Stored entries
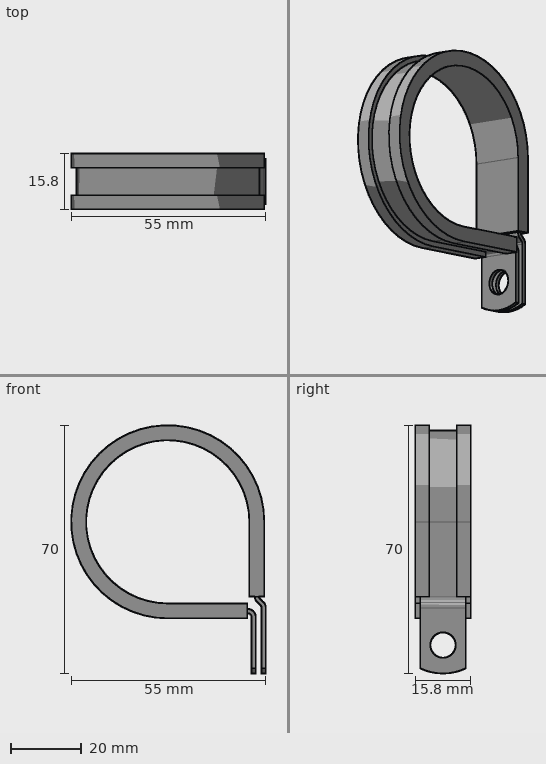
import cadquery as cq
import math


outer_radius = 27.25
cushion_thickness = 4.3
cushion_width = 15.8
vertical_leg_end = -21.1
horizontal_leg_end = 22.5
groove_width = 7.7
groove_depth = 1.5

strap_thickness = 1.25
tab_width = 12.9
tab_bottom = -42.8
tab_gap = 1.55
outer_tab_face = 27.7
joggle_height = 3.1
joggle_angle = math.radians(45)
hole_diameter = 7.1
hole_height = 8.05
end_sagitta = 1.5

inner_radius = outer_radius - cushion_thickness
strap_outer_radius = outer_radius - groove_depth
strap_inner_radius = strap_outer_radius - strap_thickness
strap_mid_radius = strap_outer_radius - strap_thickness / 2
outer_tab_mid = outer_tab_face - strap_thickness / 2
inner_tab_right = outer_tab_face - strap_thickness - tab_gap


def polar(center, radius, angle):
    """Point in the XZ plane at an angle measured from +X toward +Z."""
    return (center[0] + radius * math.cos(angle), center[1] + radius * math.sin(angle))


def loop_band(outside, inside, width):
    """Three quarters of a ring with a straight leg tangent to each end."""
    arc_middle = math.radians(135)
    profile = (
        cq.Workplane("XZ")
        .moveTo(outside, vertical_leg_end)
        .lineTo(outside, 0)
        .threePointArc(polar((0, 0), outside, arc_middle), (0, -outside))
        .lineTo(horizontal_leg_end, -outside)
        .lineTo(horizontal_leg_end, -inside)
        .lineTo(0, -inside)
        .threePointArc(polar((0, 0), inside, arc_middle), (inside, 0))
        .lineTo(inside, vertical_leg_end)
        .close()
    )
    return profile.extrude(width / 2, both=True)


def inner_tab():
    """Strap end leaving the horizontal leg and bending a quarter turn downward."""
    bend_outer = inner_tab_right - horizontal_leg_end
    bend_inner = bend_outer - strap_thickness
    center = (horizontal_leg_end, -strap_inner_radius - bend_outer)
    middle = math.radians(45)
    profile = (
        cq.Workplane("XZ")
        .moveTo(horizontal_leg_end, -strap_inner_radius)
        .threePointArc(polar(center, bend_outer, middle), polar(center, bend_outer, 0))
        .lineTo(inner_tab_right, tab_bottom)
        .lineTo(inner_tab_right - strap_thickness, tab_bottom)
        .lineTo(*polar(center, bend_inner, 0))
        .threePointArc(polar(center, bend_inner, middle), (horizontal_leg_end, -strap_outer_radius))
        .close()
    )
    return profile.extrude(tab_width / 2, both=True)


def outer_tab():
    """Strap end leaving the vertical leg through an outward S-shaped joggle."""
    offset = outer_tab_mid - strap_mid_radius
    bend_radius = (joggle_height - offset) / (
        2 * (math.sin(joggle_angle) + math.cos(joggle_angle) - 1)
    )
    upper_center = (strap_mid_radius + bend_radius, vertical_leg_end)
    lower_center = (outer_tab_mid - bend_radius, vertical_leg_end - joggle_height)
    half = strap_thickness / 2
    upper_left = bend_radius + half
    upper_right = bend_radius - half
    lower_left = bend_radius - half
    lower_right = bend_radius + half
    upper_end = math.pi + joggle_angle
    upper_middle = math.pi + joggle_angle / 2
    profile = (
        cq.Workplane("XZ")
        .moveTo(*polar(upper_center, upper_left, math.pi))
        .threePointArc(
            polar(upper_center, upper_left, upper_middle),
            polar(upper_center, upper_left, upper_end),
        )
        .lineTo(*polar(lower_center, lower_left, joggle_angle))
        .threePointArc(
            polar(lower_center, lower_left, joggle_angle / 2),
            polar(lower_center, lower_left, 0),
        )
        .lineTo(outer_tab_face - strap_thickness, tab_bottom)
        .lineTo(outer_tab_face, tab_bottom)
        .lineTo(*polar(lower_center, lower_right, 0))
        .threePointArc(
            polar(lower_center, lower_right, joggle_angle / 2),
            polar(lower_center, lower_right, joggle_angle),
        )
        .lineTo(*polar(upper_center, upper_right, upper_end))
        .threePointArc(
            polar(upper_center, upper_right, upper_middle),
            polar(upper_center, upper_right, math.pi),
        )
        .close()
    )
    return profile.extrude(tab_width / 2, both=True)


def tab_outline():
    """Tab shape seen along X: straight sides, bowed lower end and a bolt hole."""
    half_width = tab_width / 2
    corner_height = tab_bottom + end_sagitta
    outline = (
        cq.Workplane("YZ")
        .moveTo(-half_width, 0)
        .lineTo(-half_width, corner_height)
        .threePointArc((0, tab_bottom), (half_width, corner_height))
        .lineTo(half_width, 0)
        .close()
        .extrude(outer_tab_face)
    )
    hole = (
        cq.Workplane("YZ")
        .center(0, tab_bottom + hole_height)
        .circle(hole_diameter / 2)
        .extrude(outer_tab_face)
    )
    return outline.cut(hole)


cushion = loop_band(outer_radius, inner_radius, cushion_width)
groove = loop_band(outer_radius, strap_outer_radius, groove_width)
clamp_loop = cushion.cut(groove)

result = clamp_loop
for tab in (inner_tab(), outer_tab()):
    result = result.union(tab.intersect(tab_outline()))

PROBLEM TO SOLVE:
I need exact copies of the lines from the one holding "clamp_loop = cushion.cut(groove)" through the end of the records above, and nothing beyond them.

SOLUTION:
clamp_loop = cushion.cut(groove)

result = clamp_loop
for tab in (inner_tab(), outer_tab()):
    result = result.union(tab.intersect(tab_outline()))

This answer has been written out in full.